Which of the lines in the data below contain the string "BagASHT"? Copy each of them.

◆ Source data:
^^^^^^^^

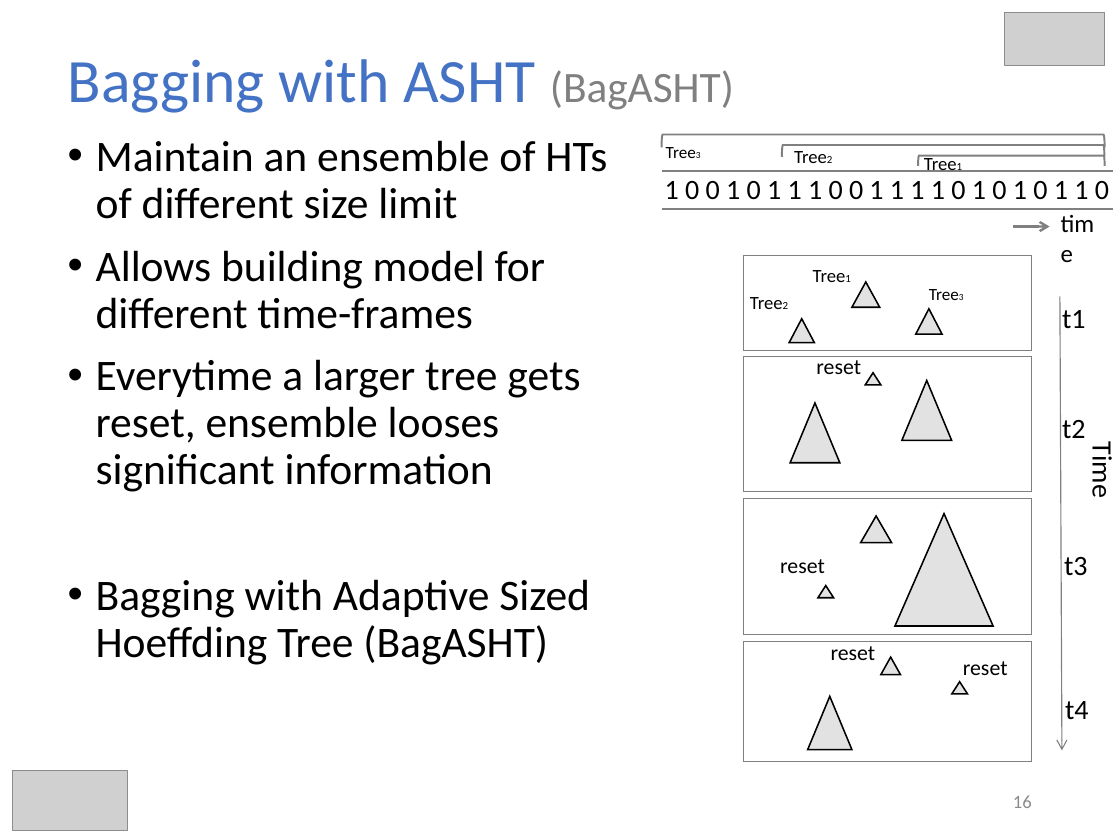
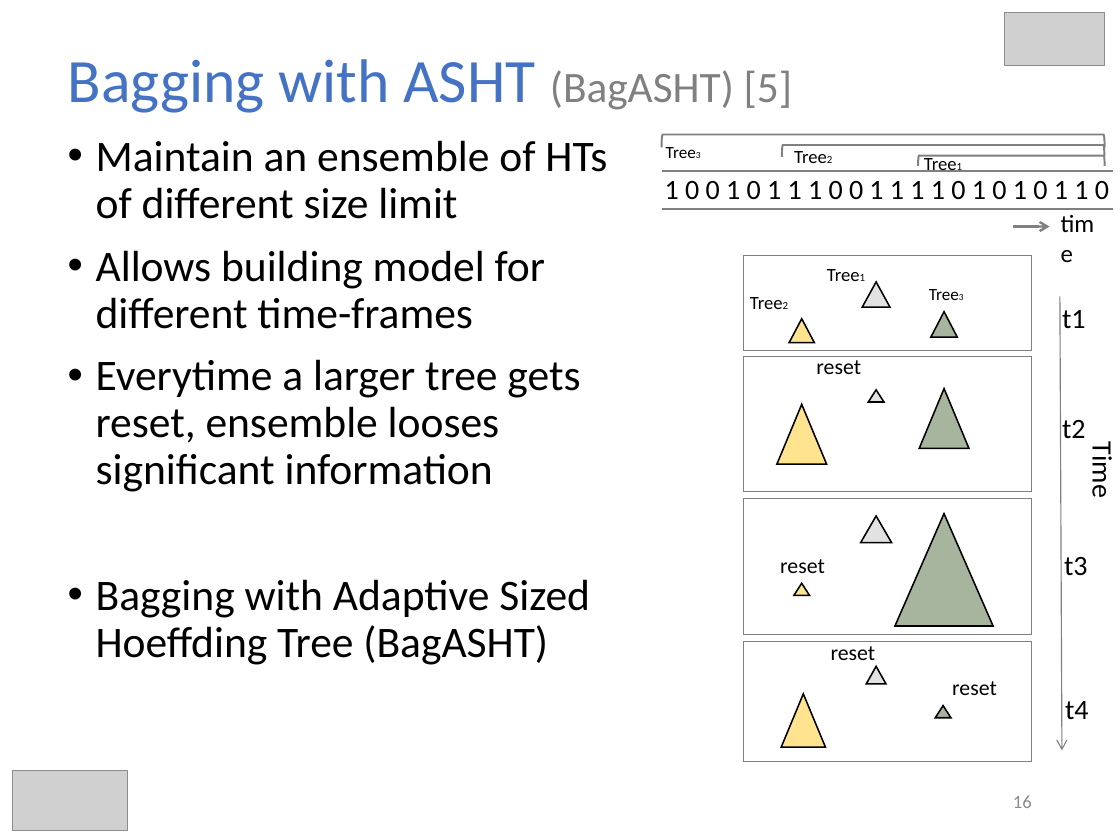
Before and after one commit to hmsgit/minestream, a slide deck: slide 16 of presentation/thesis.pptx. Drawn at 1120x840 pixels with LibreOffice and Linux fonts; fonts in the diff are those of the drawing; grey boxes stand for pictures. Boxes give left, top, right and bottom in pixels: in the first picture for what was removed or moved away, otherwise in the second. Text is boxed around its words. In the diff, an @@ line names an element or a change of style, - is before the commit and + after.

```diff
--- a/presentation/thesis.pptx
+++ b/presentation/thesis.pptx
@@ title at [68,59,793,113]: text changed @@
-Bagging with ASHT (BagASHT)
+Bagging with ASHT (BagASHT) [5]
@@ text "Tree1": place and size @@
-text "Tree1" at [802,259,877,292]
+text "Tree1" at [816,258,892,291]
@@ triangle: place and size @@
-triangle at [852,282,880,308]
+triangle at [862,282,890,308]
@@ triangle: place and size @@
-triangle at [916,309,942,335]
+triangle at [931,311,956,337]
@@ triangle: place and size @@
-triangle at [902,381,951,440]
+triangle at [920,389,969,448]
@@ triangle: place and size @@
-triangle at [790,403,839,463]
+triangle at [777,404,827,464]
@@ triangle: place and size @@
-triangle at [866,373,881,385]
+triangle at [868,390,884,402]
@@ triangle: place and size @@
-triangle at [818,586,833,598]
+triangle at [794,584,810,596]
@@ triangle: place and size @@
-triangle at [880,657,900,675]
+triangle at [866,666,886,684]
@@ text "reset": place and size @@
-text "reset" at [963,661,1008,675]
+text "reset" at [952,681,997,695]
@@ fill #BFBFBF at 44% opacity to #FFC000 at 44% opacity in 4 elements at [790,319,815,343], [777,404,827,464], [794,584,810,596], [781,694,825,748] @@
@@ triangle: place and size @@
-triangle at [808,697,852,750]
+triangle at [781,694,825,748]
@@ fill #BFBFBF at 44% opacity to #385723 at 44% opacity in 4 elements at [895,514,993,626], [931,311,956,337], [920,389,969,448], [935,706,951,718] @@
@@ triangle: place and size @@
-triangle at [952,682,968,694]
+triangle at [935,706,951,718]
```
Also in this commit, not shown: 6 other slides changed, 9 slides added, 4 slides removed, 15 other files.

^^^^^^^^

◆ Solution for this problem:
-Bagging with ASHT (BagASHT)
+Bagging with ASHT (BagASHT) [5]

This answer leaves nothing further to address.